Photographers all know about polarizing filters. They remove reflections off the surfaces of objects. We use them to see into water or windows that are obscured by those reflections. But anything with an even slightly glossy surface has a layer of reflection on top. So if you have a shiny green plant, it can remove the shiny and reveal a very saturated green underneath. Polarizers also remove a lot of scattered and reflected light from the sky. Which reveals a deep blue color you didn’t even know was there.
Here is a photo I took of my circular polarizer.
And the first thing I noticed when walking outside during the eclipse was the color of everything was more saturated, just like in that circle. Apparently, an eclipse significantly reduces polarized light and I got this creepy feeling because I was only ever used to seeing the world like that through the viewfinder of my camera.
The other thing I noticed was my outdoor lights. I leave them on all the time because I never remember to turn them on at night. And usually the sun will render them barely visible during the day. On a very sunny day they almost look like they are off.
But you can clearly see they are shining and even flaring the camera during the eclipse.
Our eyes adjust to lighting changes very well so it was hard to tell how much dimmer things were, but that is a good indication. I took this photo a few minutes ago and you can see how dim the lights appear after the moon has fucked off.
I did a calculation using the exposure settings between these two photos. The non-eclipse photo has 7 f-stops more light. That is 128 times or 12,700% more light.
A partial Pringle eclipse cut the sun’s light by 99.2% and somehow our eyes adjusted to make it seem like a normal sunny day (with weird ass saturated colors).
Not a camera person, so eclipses are the only time I’ve ever seen this effect: didn’t realize it was from polarization.
I wonder if, on worlds orbiting dimmer stars, the light looks like this all the time?
It’s not. I’m not a camera person, but I am an engineer person. The moon is blocking out polarized light in the sense that all light is technically polarized, since that is just a function of light being transverse waves. We describe the light from the sun as unpolarized because all of the individual waves are polarized randomly. A polarizing filter only lets light in certain orientations through. This removes glare and reflections because the light from glare and reflections isn’t in the right orientation to pass through the filter.
The moon isn’t selectively filtering light, it’s just indiscriminately blocking most of it. The effect of colors looking more saturated is likely because there is just less light available to cause glare in the first place, but there may be some other mechanism. Regardless, it’s not polarization in the sense that a polarizing filter makes things look more saturated.
If what I said didn’t make sense (because I know if you haven’t seen this explanation before it may seem like gibberish), this has pictures that help explain what’s going on visually.
I admit I am not a light scientist and perhaps I am misunderstanding, but I believed I confirmed my observations with this post from American Scientist. Here is a summary of what I found to be relevant.
“From an observation site in Hermon, Maine, they made measurements of the spectrum of the sky before and during the eclipse.
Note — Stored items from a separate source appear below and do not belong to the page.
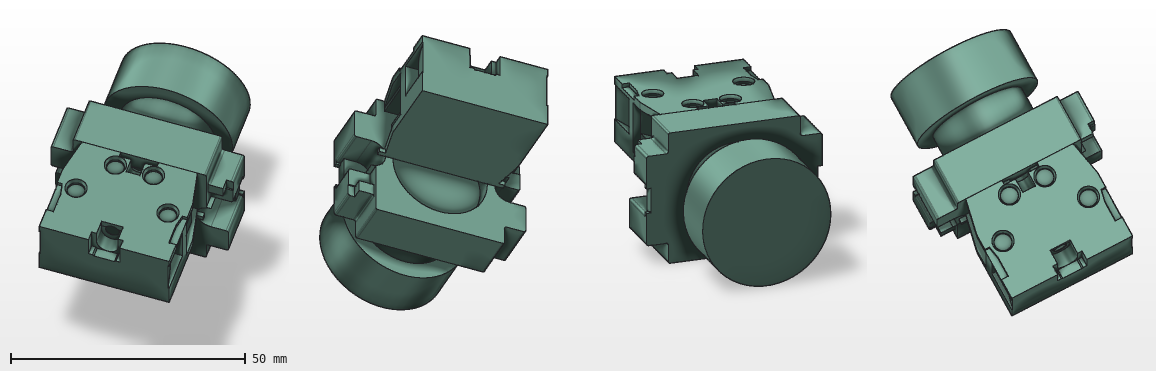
import cadquery as cq

OVERALL_LENGTH = 55.0
BLOCK_LENGTH = 24.0
COLLAR_DEPTH = 10.8
NECK_LENGTH = 8.2

HEAD_RADIUS = 14.6
NECK_RADIUS = 10.85

COLLAR_SIZE = 30.0
COLLAR_WIDTH_OVER_WINGS = 40.0
COLLAR_CORNER_RADIUS = 0.4
WING_TOP = 10.3
WING_RADIUS = 0.55
SLOT_RADIUS = 3.3
SLOT_CENTER_X = 16.05
SLOT_DEPTH = 8.05
WEB_REACH = 18.9
LIP_START = 9.85
LIP_HALF_GAP = 2.8
RECESS_RIM_RADIUS = 11.0
RECESS_DEPTH = 3.6
STEP_HEIGHT = 7.6
STEP_DEPTH = 3.1
KEY_SETBACK = 1.05
KEY_REACH = 18.4
TIP_NOTCH_DEPTH = 3.4

BLOCK_WIDTH = 29.25
BLOCK_TOP = COLLAR_SIZE / 2
BLOCK_BACK_WIDTH = 25.95
TAPER_LENGTH = 8.2
TAB_LENGTH = 1.1
TAB_HEIGHT = 1.05

POCKET_LENGTH = 12.3
POCKET_FLOOR = 1.9
POCKET_STEP = 6.0
POCKET_LEDGE = 12.25
POCKET_CEILING = 13.2
POCKET_WALL_X = 12.9
LOWER_BEVEL_LENGTH = 3.65
LOWER_BEVEL_X = 10.25
UPPER_FLAT_LENGTH = 5.35
UPPER_FLAT_X = 7.4

WINDOW_BACK = 14.9
WINDOW_FRONT = 18.35
WINDOW_FLOOR = 5.15
WINDOW_FLARE_X = 13.1
WINDOW_FLARE_END_X = 14.4

EDGE_NOTCH_START = 11.75
EDGE_NOTCH_KNEE = 14.6
EDGE_NOTCH_END = 19.3
EDGE_NOTCH_DEPTH = 0.9
EDGE_NOTCH_START_X = 13.55
EDGE_NOTCH_X = 13.0

SCREW_PLACES = [(4.3, 3.5), (10.35, 11.95)]
SCREW_RIM_RADIUS = 2.35
SCREW_RADIUS = 1.9
SCREW_CONE_DEPTH = 0.75
SCREW_DEPTH = 1.3

NOTCH_SLOT_RADIUS = 2.4
FRONT_SLOT_CENTER_Z = 12.0
FRONT_SLOT_LENGTH = 5.5
FRONT_NOTCH_HALF_WIDTH = 3.5
FRONT_NOTCH_LENGTH = 2.15
FRONT_NOTCH_FLOOR = 9.9
FRONT_GROOVE_HALF_WIDTH = 2.65

PIN_HOLE_RADIUS = 1.55
PIN_CENTER_Z = 12.6
BACK_SLOT_LENGTH = 4.45
BACK_NOTCH_HALF_WIDTH = 4.25
BACK_NOTCH_LENGTH = 1.1

SIDES = (-1, 1)


def box(x0, x1, y0, y1, z0, z1):
    """Box between two opposite corners, given in any order."""
    size = (abs(x1 - x0), abs(y1 - y0), abs(z1 - z0))
    middle = ((x0 + x1) / 2, (y0 + y1) / 2, (z0 + z1) / 2)
    return cq.Workplane("XY").box(*size).translate(middle)


def cylinder_y(radius, y0, y1, x=0, z=0):
    """Cylinder along Y from y0 to a greater y1."""
    solid = cq.Solid.makeCylinder(radius, y1 - y0, cq.Vector(x, y0, z), cq.Vector(0, 1, 0))
    return cq.Workplane(obj=solid)


def plan_prism(points, z0, z1):
    """Prism standing on an XY outline."""
    return cq.Workplane("XY").workplane(offset=z0).polyline(points).close().extrude(z1 - z0)


def both_sides(solid):
    """The solid together with its mirror image across the YZ plane."""
    return solid.union(solid.mirror("YZ"))


def make_button():
    head_start = COLLAR_DEPTH + NECK_LENGTH
    head_end = OVERALL_LENGTH - BLOCK_LENGTH
    head = cylinder_y(HEAD_RADIUS, head_start, head_end)
    neck = cylinder_y(NECK_RADIUS, RECESS_DEPTH, head_start)
    return head.union(neck)


def collar_plate():
    half = COLLAR_SIZE / 2
    tip = COLLAR_WIDTH_OVER_WINGS / 2
    plate = box(-half, half, 0, COLLAR_DEPTH, -half, half)
    plate = plate.edges("|Y").fillet(COLLAR_CORNER_RADIUS)
    wings = box(-tip, tip, 0, COLLAR_DEPTH, -WING_TOP, WING_TOP)
    plate = plate.union(wings.edges("|Y").fillet(WING_RADIUS))
    inner_corners = cq.selectors.BoxSelector(
        (-half - WING_RADIUS / 2, -WING_RADIUS, -WING_TOP - WING_RADIUS / 2),
        (half + WING_RADIUS / 2, COLLAR_DEPTH + WING_RADIUS, WING_TOP + WING_RADIUS / 2),
    )
    return plate.edges("|Y").edges(inner_corners).fillet(WING_RADIUS)


def side_slot():
    """Round-ended slot in the +X wing, with rounded mouth corners, and the web left behind it."""
    tip = COLLAR_WIDTH_OVER_WINGS / 2
    slot = box(SLOT_CENTER_X, tip, 0, SLOT_DEPTH, -SLOT_RADIUS, SLOT_RADIUS)
    slot = slot.union(cylinder_y(SLOT_RADIUS, 0, SLOT_DEPTH, x=SLOT_CENTER_X))
    slot = slot.union(box(WEB_REACH, tip, 0, LIP_START, -SLOT_RADIUS, SLOT_RADIUS))
    slot = slot.union(box(WEB_REACH, tip, LIP_START, COLLAR_DEPTH, -LIP_HALF_GAP, LIP_HALF_GAP))
    for side in SIDES:
        shoulder = side * (SLOT_RADIUS + WING_RADIUS)
        corner = box(tip - WING_RADIUS, tip, 0, LIP_START, side * SLOT_RADIUS, shoulder)
        slot = slot.union(corner.cut(cylinder_y(WING_RADIUS, 0, LIP_START, tip - WING_RADIUS, shoulder)))
    return slot


def wing_step():
    """Material missing from the front of the upper +X wing, leaving a small key beside the plate."""
    half = COLLAR_SIZE / 2
    tip = COLLAR_WIDTH_OVER_WINGS / 2
    key_top = WING_TOP + WING_RADIUS
    step = box(half, tip, 0, STEP_DEPTH, SLOT_RADIUS, STEP_HEIGHT)
    step = step.union(box(half, tip, 0, KEY_SETBACK, STEP_HEIGHT, key_top))
    return step.union(box(KEY_REACH, tip, 0, TIP_NOTCH_DEPTH, STEP_HEIGHT, key_top))


def neck_hole():
    """Through hole for the neck, with a tapered recess at the front."""
    profile = [
        (0, 0),
        (RECESS_RIM_RADIUS, 0),
        (NECK_RADIUS, RECESS_DEPTH),
        (NECK_RADIUS, COLLAR_DEPTH),
        (0, COLLAR_DEPTH),
    ]
    return cq.Workplane("XY").polyline(profile).close().revolve(360, (0, 0, 0), (0, 1, 0))


def make_collar():
    collar = collar_plate().cut(both_sides(side_slot()))
    for turn in (0, 180):
        collar = collar.cut(wing_step().rotate((0, 0, 0), (0, 1, 0), turn))
    return collar.cut(neck_hole())


def block_blank():
    half = BLOCK_WIDTH / 2
    back_half = BLOCK_BACK_WIDTH / 2
    outline = [
        (-back_half, 0),
        (back_half, 0),
        (half, -TAPER_LENGTH),
        (half, -BLOCK_LENGTH),
        (-half, -BLOCK_LENGTH),
        (-half, -TAPER_LENGTH),
    ]
    blank = plan_prism(outline, 0, BLOCK_TOP)
    tab = box(0, half, -TAB_LENGTH, 0, 0, TAB_HEIGHT)
    return blank.union(both_sides(tab))


def side_pocket():
    """Pocket in the +X side, open to the collar, with a deeper bevelled bay at each of two levels."""
    pocket = box(POCKET_WALL_X, BLOCK_WIDTH / 2, -POCKET_LENGTH, 0, POCKET_FLOOR, POCKET_CEILING)
    lower_bay = [(POCKET_WALL_X, 0), (POCKET_WALL_X, -LOWER_BEVEL_LENGTH), (LOWER_BEVEL_X, 0)]
    upper_bay = [
        (POCKET_WALL_X, 0),
        (POCKET_WALL_X, -POCKET_LENGTH),
        (UPPER_FLAT_X, -UPPER_FLAT_LENGTH),
        (UPPER_FLAT_X, 0),
    ]
    pocket = pocket.union(plan_prism(lower_bay, POCKET_FLOOR, POCKET_STEP))
    return pocket.union(plan_prism(upper_bay, POCKET_STEP, POCKET_LEDGE))


def window():
    """Window through the block along X, flared toward the front at both ends."""
    half = BLOCK_WIDTH / 2
    opening = box(-half, half, -WINDOW_FRONT, -WINDOW_BACK, WINDOW_FLOOR, POCKET_CEILING)
    flare = [
        (WINDOW_FLARE_X, -WINDOW_FRONT),
        (WINDOW_FLARE_END_X, -BLOCK_LENGTH),
        (half, -BLOCK_LENGTH),
        (half, -WINDOW_FRONT),
    ]
    return opening.union(both_sides(plan_prism(flare, WINDOW_FLOOR, POCKET_CEILING)))


def edge_notch():
    """Shallow notch along the top +X edge."""
    half = BLOCK_WIDTH / 2
    outline = [
        (half, -EDGE_NOTCH_START),
        (EDGE_NOTCH_START_X, -EDGE_NOTCH_START),
        (EDGE_NOTCH_X, -EDGE_NOTCH_KNEE),
        (EDGE_NOTCH_X, -EDGE_NOTCH_END),
        (half, -EDGE_NOTCH_END),
    ]
    return plan_prism(outline, BLOCK_TOP - EDGE_NOTCH_DEPTH, BLOCK_TOP)


def screw_hole(x, y):
    """Blind hole in the top face with a conical mouth."""
    profile = [
        (0, BLOCK_TOP),
        (SCREW_RIM_RADIUS, BLOCK_TOP),
        (SCREW_RADIUS, BLOCK_TOP - SCREW_CONE_DEPTH),
        (SCREW_RADIUS, BLOCK_TOP - SCREW_DEPTH),
        (0, BLOCK_TOP - SCREW_DEPTH),
    ]
    hole = cq.Workplane("XZ").polyline(profile).close().revolve(360, (0, 0, 0), (0, 1, 0))
    return hole.translate((x, y, 0))


def round_bottom_slot(radius, center_z, y0, y1):
    """Slot along Y, open at the top face and round at the bottom."""
    sides = box(-radius, radius, y0, y1, center_z, BLOCK_TOP)
    return sides.union(cylinder_y(radius, y0, y1, z=center_z))


def front_notch():
    """Stepped notch and round-bottomed slot in the front face, ending in the pin hole."""
    notch_back = FRONT_NOTCH_LENGTH - BLOCK_LENGTH
    slot_end = FRONT_SLOT_LENGTH - BLOCK_LENGTH
    slot_bottom = FRONT_SLOT_CENTER_Z - NOTCH_SLOT_RADIUS
    groove_chamfer = FRONT_NOTCH_FLOOR - slot_bottom
    half_outline = [
        (FRONT_GROOVE_HALF_WIDTH - groove_chamfer, slot_bottom),
        (FRONT_GROOVE_HALF_WIDTH, FRONT_NOTCH_FLOOR),
        (FRONT_NOTCH_HALF_WIDTH, FRONT_NOTCH_FLOOR),
        (FRONT_NOTCH_HALF_WIDTH, BLOCK_TOP),
    ]
    outline = half_outline + [(-x, z) for x, z in reversed(half_outline)]
    notch = cq.Workplane("XZ").workplane(offset=-notch_back).polyline(outline).close()
    notch = notch.extrude(FRONT_NOTCH_LENGTH)
    slot = round_bottom_slot(NOTCH_SLOT_RADIUS, FRONT_SLOT_CENTER_Z, -BLOCK_LENGTH, slot_end)
    pin_hole = cylinder_y(PIN_HOLE_RADIUS, slot_end, -WINDOW_BACK, z=PIN_CENTER_Z)
    return notch.union(slot).union(pin_hole)


def back_notch():
    """Stepped notch in the back face, running into a narrower round-bottomed slot."""
    half = BACK_NOTCH_HALF_WIDTH
    notch = box(-half, half, -BACK_NOTCH_LENGTH, 0, PIN_CENTER_Z, BLOCK_TOP)
    notch = notch.union(round_bottom_slot(NOTCH_SLOT_RADIUS, PIN_CENTER_Z, -BACK_NOTCH_LENGTH, 0))
    return notch.union(round_bottom_slot(PIN_HOLE_RADIUS, PIN_CENTER_Z, -BACK_SLOT_LENGTH, 0))


def make_contact_block():
    block = block_blank().cut(both_sides(side_pocket())).cut(window())
    block = block.cut(both_sides(edge_notch()))
    for x, distance in SCREW_PLACES:
        for side in SIDES:
            block = block.cut(screw_hole(side * x, -distance))
    return block.cut(front_notch()).cut(back_notch())


button = make_button()
collar = make_collar()
contact_block = make_contact_block()

bodies = [button, collar, contact_block]
result = cq.Compound.makeCompound([body.solids().val() for body in bodies])

They indeed found that the spectrum of the skylight shifts towards blue, thus appearing more purple to the human eye, as Halley observed.
…the purple appearance of the sky during an eclipse is due to different light scattering processes becoming more significant.
Most natural light sources produce unpolarized light, in which it rapidly and randomly changes the direction it oscillates. Light coming from the Sun is unpolarized, and one would naturally assume that the light of the sky during the day is also unpolarized—however, this is incorrect, as the following video shows.
When one looks at the sky through a polarizer, which preferentially blocks polarization in one direction and allows the perpendicular direction to pass, one sees that light in the sky possesses some amount of polarization. Just as the scattering of light in the sky is different for different colors, preferentially scattering blue, the scattering of light is different for different polarizations. If one measures the direction of polarization in the sky, one finds that the direction of polarization forms a complicated pattern that has been more or less known for nearly 200 years.
There are four “special” points in the sky which possess no direction of polarization, as illustrated in the figure. At these locations the light is in fact circularly polarized. As the figure above suggests, it is generally not possible to see all four of these neutral points at one time, though they were all measured from a hot air balloon a few years ago. It was natural to ask whether the neutral points change during an eclipse, and in 1999 a Hungarian research group investigated this question during the August 11 eclipse that passed over that country. The results they found were quite complicated, but definitely showed a significant change in the polarization of the sky during an eclipse.”
Perhaps I did not explain it perfectly. But the article made it sound like the sky was shifting to purple in a similar way that is seen through a circular polarizer filter.